Ever since Kyle could remember, his old man spent most days on the porch in his piss stained chair or in his other piss stained chair by the wood-burning stove chain-smoking Winstons and drinking Pabst Blue Ribbon. Having lost his left hand at the steel plant when Kyle was four, in by most accounts, an accident caused by his drunkenness, he collected enough money in disability to stay swimming in beer and cigarette butts. With the rusty and long since mobil home paid for years ago, complete with a leaning wooden porch and wood-burning stove made of scrap metal, Mr. Baggett had nothing more to do with his time than get blackout drunk, shoot at imaginary things in his accumulated junkyard out front, and viciously beat Kyle.

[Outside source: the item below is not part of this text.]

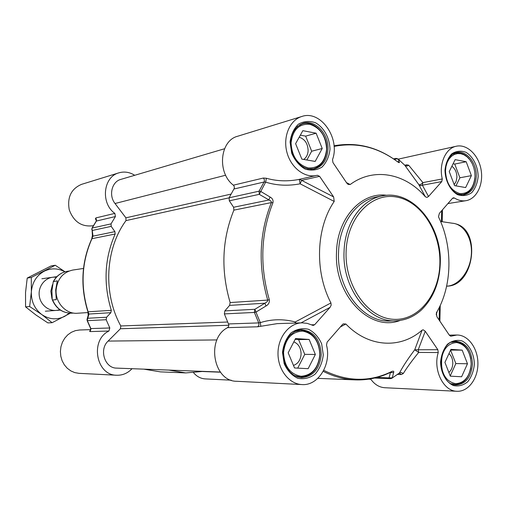 <?xml version="1.0" encoding="UTF-8"?>
<svg xmlns="http://www.w3.org/2000/svg" width="507" height="507" viewBox="0 0 507 507"><rect width="100%" height="100%" fill="white"/><g stroke="black" fill="none" stroke-linecap="round" stroke-linejoin="round"><path stroke-width="0.76" d="M322.23 148.494L315.17 161.429L301.842 159.116L295.606 143.652L302.837 130.673L316.127 133.202L322.23 148.494L311.691 151.219L305.651 136.142L300.347 135.147M316.127 133.202L305.651 136.142M306.874 159.99L311.691 151.219M303.699 159.439C306.418 157.512 307.888 154.559 308.117 150.573C307.819 143.538 304.846 139.083 299.2 137.213M307.806 168.945L313.522 168.761C321.546 166.252 325.944 159.851 326.73 149.552C327.661 134.374 314.048 119.906 302.248 123.942L297.159 126.636M326.59 149.292C325.944 136.091 320.335 127.764 309.771 124.316C298.991 123.594 292.761 129.767 291.088 142.835C291.804 156.359 297.533 164.731 308.269 167.95C318.979 168.343 325.088 162.126 326.59 149.292M471.39 175.631L465.641 187.558L454.557 185.632L449.246 171.6L455.134 159.635L466.187 161.739L471.39 175.631L459.9 177.78L454.735 164.065L453.106 163.761M466.187 161.739L454.735 164.065M455.958 185.879L459.9 177.78M454.183 184.643L456.148 181.405L456.908 177.241C456.832 172.393 455.153 168.73 451.883 166.245M472.511 164.198C468.329 155.871 462.745 152.17 455.755 153.095L452.561 154.318M459.691 194.536L463.094 194.498C469.926 192.787 473.874 187.273 474.939 177.97M475.027 176.29L474.755 171.829L473.766 167.456L472.118 163.381L469.875 159.813L467.156 156.917L464.095 154.85L460.831 153.716L457.536 153.577L454.367 154.445L451.49 156.283L449.05 159.002L447.18 162.468L445.97 166.511L445.495 170.922C446.204 183.255 451.027 190.816 459.963 193.611C468.867 193.826 473.887 188.053 475.027 176.29M315.367 354.469L308.155 368.678L294.542 367.962L288.179 352.802L295.568 338.524L309.143 339.468L315.367 354.469L304.751 354.361L298.585 339.576L295.15 339.335M309.143 339.468L298.585 339.576M297.71 368.133L304.751 354.361M293.464 365.401C298.059 363.766 300.6 360.014 301.095 354.139C300.974 347.986 298.56 343.892 293.838 341.864M294.39 375.535L300.645 377.132C312.014 376.169 318.459 368.716 319.974 354.78C319.176 339.817 312.749 331.622 300.683 330.203L294.447 331.679M319.822 354.742C319.169 341.224 313.446 333.346 302.654 331.103C291.639 331.711 285.27 338.847 283.559 352.523C284.281 366.371 290.131 374.286 301.101 376.264C312.046 375.326 318.282 368.152 319.822 354.742M467.473 363.766L461.611 376.758L450.317 376.162L444.918 362.391L450.919 349.342L462.175 350.128L467.473 363.766L455.85 363.551L450.577 350.084M462.175 350.128L450.596 350.084M450.222 375.909L455.85 363.551M448.86 372.442C451.319 370.344 452.631 367.315 452.808 363.367C452.795 359.209 451.515 355.946 448.974 353.575M470.781 358.696C468.487 348.125 463.303 342.459 455.235 341.712L451.61 342.32M451.648 383.736L455.292 384.483C463.385 384.008 468.55 378.514 470.8 367.993M471.174 363.994C470.509 351.668 465.692 344.513 456.725 342.536C447.599 343.157 442.389 349.697 441.096 362.156C441.812 374.762 446.724 381.942 455.831 383.698C464.894 382.804 470.008 376.232 471.174 363.994M295.917 323.035L295.289 321.958C283.318 318.827 271.663 319.049 260.325 322.636L255.965 312.103L266.01 305.987L264.908 303.218L254.863 309.289L254.387 312.432L255.965 312.103L254.863 309.289L224.835 310.899L224.367 313.909L228.828 324.822L228.663 326.343L227.599 327.649C205.829 338.454 213.263 381.613 236.769 381.283L301.925 384.566C289.06 384.065 277.868 369.692 277.994 353.43C277.95 337.168 289.167 323.111 301.969 322.839L307.198 323.358L313.168 325.462L314.644 324.733L311.393 324.829M224.835 310.899L229.62 305.385L264.908 303.218L267.227 301.678L267.715 300.087L269.331 299.789C259.571 265.883 260.775 233.524 272.95 202.724C273.419 200.214 272.468 198.326 270.098 197.046L260.592 191.335L259.045 191.183L259.28 194.346L265.649 182.127C276.632 185.556 288.128 186.113 300.131 183.807L301.614 180.365L299.567 179.282M270.098 197.046L268.786 200.024L233.594 207.255L229.335 200.823L259.28 194.346L270.554 200.854L271.296 201.659L271.359 202.597C259.121 233.531 257.905 266.029 267.715 300.087L230.14 302.552L229.62 305.385M230.14 302.552C220.722 270.307 221.971 239.5 233.879 210.132L271.359 202.597L272.95 202.724M233.594 207.255L233.879 210.132M319.606 176.354L333.638 196.938L301.614 180.365L319.606 176.354L317.312 175.276L316.622 175.447C304.587 178.299 290.707 167.576 286.842 152.011C282.817 136.484 289.858 120.026 301.792 116.49L237.637 136.256C219.81 140.635 216.914 172.722 233.378 185.182L234.221 186.386L234.361 188.192L229.113 197.793L229.335 200.823M370.56 378.868C374.407 384.376 379.147 387.329 384.781 387.728L456.946 391.277C443.327 391.29 432.807 369.793 438.244 352.542L437.839 349.71L414.732 349.786L418.681 352.422L418.275 349.646L425.246 331.248L423.212 329.797L422.09 330.133L414.732 349.786C408.015 358.664 402.951 366.365 399.541 372.886L392.006 378.178M404.827 165.32L419.061 184.941L420.759 185.644L422.369 185.201L422.901 182.615C421.317 184.25 419.98 184.966 418.89 184.744L425.373 196.811C405.232 173.198 373.722 167.069 350.198 184.523L346.471 182.615M301.792 116.49C320.551 109.696 340.508 138.259 332.516 159.578L332.953 162.576L346.775 183.078L348.068 184.383L350.198 184.523M299.269 179.345L300.131 183.807L334.208 201.444L333.638 196.938M334.208 201.444C316.032 227.871 314.473 271.72 330.944 302.933L295.289 321.958L294.903 323.067M301.038 322.87L330.082 307.343L331.16 305.22L330.944 302.933M330.082 307.343L314.644 324.733M340.368 326.926L345.888 324.011L343.252 323.872L342.364 324.632L327.142 342.092L326.502 345.052C331.641 364.184 318.402 385.979 301.925 384.566M345.888 324.011C368.418 347.606 400.676 349.19 422.09 330.133M425.246 331.248L437.839 349.71M436.312 312.99L436.945 316.805L449.424 335.304L450.926 336.204L456.87 335.019C468.1 334.785 477.955 348.29 477.911 363.468C478.044 378.659 468.227 391.917 456.946 391.277M436.476 312.654C452.269 286.24 453.068 246.928 438.713 217.319L438.492 216.654L439.373 213.371L452.485 198.326L453.41 197.787L454.513 198.041C458.246 200.398 462.042 201.279 465.889 200.696C476.669 199.048 483.748 184.345 481.073 169.674C478.576 154.965 466.915 143.779 456.249 146.244C445.539 148.247 438.65 164.097 442.281 178.952L422.901 182.615L408.686 165.231L407.077 166.068L405.429 165.827L397.83 158.83M441.755 181.595L428.529 196.488L422.369 185.201L441.755 181.595L442.281 178.952M425.373 196.811L426.951 197.407L428.529 196.488M397.621 374.426L401.291 374.546L403.255 373.558C406.912 367.626 412.052 360.578 418.681 352.422L438.244 352.542M391.144 372.018L390.447 372.563L393.641 372.544L392.253 377.861L389.053 377.892L390.396 378.647L391.759 378.323L399.985 372.658L401.664 372.632L403.255 373.558M393.641 372.544C394.085 371.2 393.47 370.839 391.803 371.466C369.939 382.246 347.251 381.872 323.732 370.332M227.599 327.649L257.727 326.787L277.221 323.631L301.969 322.839M257.727 326.787L258.919 325.12L258.722 322.908L260.325 322.636L260.801 326.204M266.01 305.987C268.501 304.637 269.604 302.571 269.331 299.789M234.038 188.991L264.084 182.013L265.649 182.127L266.403 178.261L263.399 178.033L233.378 185.182M266.403 178.261C276.569 181.157 287.216 181.595 298.331 179.56L316.622 175.447M397.279 161.524L399.294 162.145L398.147 159.078L400.017 160.719M334.081 146.415C356.636 141.992 377.766 147.093 397.469 161.714C399.06 162.823 399.668 162.962 399.294 162.145M396.531 158.425L395.016 158.805L398.147 159.078M408.686 165.231L406.791 164.794L404.738 165.231M91.71 229.227L92.344 230.457L111.204 226.376L111.027 223.879L115.412 216.54L114.855 213.396C100.437 203.313 103.155 176.791 118.892 172.843C124.335 171.29 129.615 172.107 134.716 175.295M111.204 226.376L114.912 231.642L93.009 236.142L91.944 228.213M87.122 320.57L88.959 314.029L88.142 311.868C80.321 286.468 81.595 262.068 91.957 238.683L115.152 234.019L114.912 231.642M115.152 234.019C104.499 258.386 103.225 283.831 111.318 310.347L87.926 311.805M110.843 312.686L106.609 317.243L87.768 318.257L87.153 318.973L88.345 314.733L88.959 314.029L110.843 312.686L111.318 310.347M132.029 368.703C127.72 373.228 122.605 375.408 116.686 375.237C96.032 375.421 89.777 339.975 108.935 331.039L109.81 327.978L106.178 319.727L106.609 317.243M168.787 370.085L185.79 372.918L203.269 371.39M90.873 329.626L79.631 329.994L75.397 330.64L71.373 332.288L67.754 334.854L64.712 338.232L62.405 342.263L60.941 346.744L60.39 351.465L60.789 356.199L62.114 360.718L64.3 364.793L67.241 368.24L70.79 370.883L74.77 372.613L78.997 373.342L116.686 375.237M118.892 172.843L81.5 184.371C71.132 188.87 67.051 197.369 69.269 209.873C73.724 221.749 81.557 227.054 92.756 225.773L93.402 225.634M193.63 372.791C196.843 376.568 200.702 378.609 205.215 378.9L231.167 380.18M114.855 213.396L95.918 217.902L95.436 218.732L96.393 220.837M96.526 219.943L95.436 218.732M96.248 221.084L115.412 216.54M92.375 234.925L91.982 228.144L96.279 221.033M88.193 315.259L87.933 311.843C80.125 286.499 81.399 262.144 91.761 238.784L92.426 235.343L93.009 236.142L91.729 238.854M109.81 327.978L90.683 328.587L87.141 320.614L87.153 318.973L86.995 319.537M90.759 330.133L89.6 331.217L90.214 330.881L90.658 328.555M89.6 331.217L90.024 331.578L108.935 331.039M220.33 372.03L116.686 368.12C104.778 368.329 98.783 349.557 108.105 341.078L120.425 328.745L120.793 325.963C102.839 293.496 105.222 248.69 125.99 220.608L125.901 217.826L115.026 203.51C108.473 195.436 111.813 181.658 120.793 179.408L224.55 148.747M51.942 298.591L50.852 291.214L52.449 284.693M57.31 280.846L55.675 289.953L56.283 299.624L52.601 299.973L52.202 299.593L51.917 290.777L53.254 281.677L57.31 280.846M88.129 312.553L77.425 313.244C65.973 314.334 55.124 302.546 56.119 289.827C57.443 278.831 63.014 272.234 72.837 270.041L83.497 268.457M56.258 277.316C46.859 275.795 38.012 285.092 39.229 295.448C40.211 305.822 50.814 313.06 59.68 309.6M64.871 271.834C58.071 268.114 51.194 267.899 44.248 271.188C36.517 275.485 32.214 282.38 31.345 291.867C31.123 301.424 34.615 308.997 41.821 314.587C49.344 319.587 57.025 320.145 64.858 316.267L69.256 313.155M70.334 313.206L52.107 322.699L41.821 314.587L29.64 306.513L31.345 291.867L31.295 277.462L55.263 265.262L65.035 271.79M55.263 265.262L51.036 265.953L27.22 278.058L25.54 292.539L25.565 306.862L35.915 314.98L47.88 322.902L52.107 322.699M31.295 277.462L27.22 278.058M29.64 306.513L25.565 306.862M344.044 251.821C342.187 288.47 368.811 322.775 395.91 320.811C405.239 320.373 413.611 316.875 421.019 310.322C433.041 298.737 439.461 283.14 440.285 263.539C442.053 225.609 412.679 189.523 382.627 195.841C361.783 199.194 344.646 223.289 344.044 251.821M439.88 263.399C439.341 295.087 417.907 321.495 392.665 319.264C367.423 317.534 344.83 285.682 346.097 251.852C346.984 217.972 371.111 192.521 395.98 196.931C420.873 200.854 440.773 231.75 439.88 263.399M395.91 320.811L390.206 320.988C363.196 322.94 336.686 288.876 338.543 252.486C339.151 224.151 356.237 200.208 377.018 196.868L382.627 195.841M456.192 341.306C466.25 342.751 471.662 350.337 472.429 364.058C471.263 377.043 465.87 384.002 456.256 384.927C436.685 385.491 436.698 339.969 456.192 341.306M456.636 152.506C466.358 150.002 476.853 162.937 476.263 176.373C475.579 186.658 471.529 192.774 464.114 194.726C458.385 194.46 454.5 194.808 448.194 183.864C442.015 171.29 447.016 154.21 456.636 152.506M302.996 123.264C315.031 119.145 328.916 133.905 327.959 149.381C327.161 159.889 322.674 166.423 314.492 168.977C304.783 170.251 297.387 165.016 292.311 153.285C288.825 143.063 290.124 128.981 302.996 123.264M301.545 329.74C313.846 331.191 320.405 339.544 321.216 354.805C319.676 369.026 313.104 376.631 301.507 377.607L297.508 376.897L293.699 375.123L290.251 372.347L287.336 368.69L285.099 364.311L283.495 358.538L283.274 350.096L285.378 342.111L287.678 337.935L289.953 335.133L295.41 331.191L298.433 330.146L301.545 329.74M441.679 210.722L441.426 221.597M436.178 314.853L437.249 311.304M439.442 307.134L439.138 320.056M478.177 176.366C477.892 166.1 473.082 156.619 465.901 152.258C460.882 150.452 456.154 150.985 451.731 153.843C447.947 158.007 445.691 163.495 444.975 170.314C445.254 180.822 450.254 190.455 457.568 194.669C462.631 196.329 467.334 195.677 471.668 192.704C475.344 188.496 477.512 183.052 478.177 176.366M329.987 149.362C329.759 138.132 324.087 127.663 315.493 122.745C309.473 120.666 303.775 121.148 298.408 124.183C293.787 128.658 291.012 134.628 290.067 142.087L291.702 153.228C294.776 160.282 299.2 165.542 304.973 168.996C311.057 170.91 316.723 170.276 321.977 167.107C326.438 162.576 329.113 156.657 329.987 149.362M323.276 354.887L321.66 343.866C318.65 337.092 314.258 332.231 308.484 329.271C302.33 327.89 296.513 329.094 291.024 332.89C286.309 338.087 283.464 344.589 282.494 352.39L284.161 363.671C287.298 370.56 291.817 375.427 297.71 378.26C303.927 379.47 309.72 378.108 315.088 374.179C319.644 368.95 322.376 362.518 323.276 354.887M386.866 195.322C361.567 191.526 337.092 218.105 336.509 252.454C334.094 295.442 370.256 332.421 400.137 320.437M474.368 364.134C474.083 353.601 469.19 344.449 461.877 340.862C456.763 339.633 451.952 340.767 447.447 344.266C443.587 349.019 441.293 354.951 440.558 362.061C440.837 372.841 445.932 382.126 453.378 385.548C458.537 386.619 463.322 385.358 467.739 381.758C471.478 376.967 473.69 371.092 474.368 364.134M401.291 374.546L399.313 373.184M323.2 371.339C333.631 376.587 344.259 379.432 355.077 379.889C367.803 380.332 379.851 377.696 391.214 371.98L391.803 371.466M390.06 372.55L390.447 372.563L389.053 377.892L376.967 377.442M451.445 336.097L450.4 336.109M224.367 313.909L254.387 312.432L258.722 322.908L228.568 323.935M229.113 197.793L259.045 191.183L264.331 181.474L264.369 179.605L263.399 178.033M397.469 161.714L397.158 161.46C377.614 146.979 356.573 141.757 334.031 145.794M393.825 159.071L395.016 158.805L395.58 160.301M405.042 165.536L405.619 165.776L406.791 164.794M452.44 198.383L454.513 198.041M447.732 286.087L446.642 286.17M440.577 221.47L452.162 223.2C463.683 223.904 472.689 238.252 471.326 254.717C470.109 271.175 458.848 285.498 447.206 286.132L446.667 286.075M95.918 217.902L96.463 220.938L92.173 228.042L111.027 223.879M106.178 319.727L87.35 320.652L90.886 328.625L90.024 331.578M143.823 369.147L160.415 371.872L143.88 369.147M225.666 175.226L115.026 203.51M231.065 194.092L125.901 217.826M229.088 197.844L125.99 220.608M227.694 322.015L120.793 325.963M228.853 325.272L120.425 328.745M216.939 339.931L108.105 341.078M73.483 313.06L71.842 313.168C62.963 313.231 56.55 308.833 52.601 299.973M53.628 281.334C56.803 275.662 61.391 272.31 67.393 271.277L69.022 271.042M311.013 169.351L313.522 168.761M299.783 124.671L302.248 123.942M461.231 194.808L463.094 194.498M453.911 153.494L455.755 153.095M297.907 377.018L300.645 377.132M297.958 330.26L300.683 330.203M453.302 384.401L455.292 384.483M453.258 341.724L455.235 341.712M442.459 209.828L442.186 221.711M440.241 305.442L439.88 321.153M390.396 378.647L374.572 378.045M449.297 335.121L456.87 335.019M397.9 158.862L395.764 158.393L393.559 158.887M446.642 286.195L447.453 286.138C474.311 285.523 481.466 229.779 455.501 223.809M317.826 378.355L355.077 379.889M447.909 203.58L465.889 200.696M398.236 159.147L456.249 146.244M96.292 219.417L96.286 221.033M96.298 219.423L96.533 219.962M220.456 372.195L202.654 371.517M185.79 372.918L160.415 371.872M370.832 379.261L368.64 379.173M53.248 281.677C56.442 275.833 61.157 272.367 67.393 271.277M71.842 313.168C62.627 313.193 56.081 308.668 52.202 299.593M56.885 276.657L41.885 278.755M60.434 310.113L45.332 311.209"/></g></svg>

Mr. Baggett was no doubt a horrible man. A scrawny one hundred and forty pounds of disease and hate. His long grey hair stained yellow with nicotine. He usually staggered stiff legged when he walked using his two pound hook-hand to counterbalance. Black lifeless eyes sunk deep in a face creased with lines set too close together over a nose bent from bar-fights. His mouth thin lipped over naked abscessed gums long since toothless. Always dressed in one of four sets of dirty and patched thick denim coveralls. Worn as if in some act of defiance. Not having worked since the day he lost his hand, he always wore his plant coveralls with the companyy logo patch ripped off.
Somewhat secluded from town, Mr. Baggett was avoided by everyone except the occasional state-trooper for excessive target shooting as he called it. Mr. Bagget was a horrible, nasty, dangerous, and ill mannered man. But Mr. Baggett's son Kyle....well Mr. Baggett's son Kyle was a monster.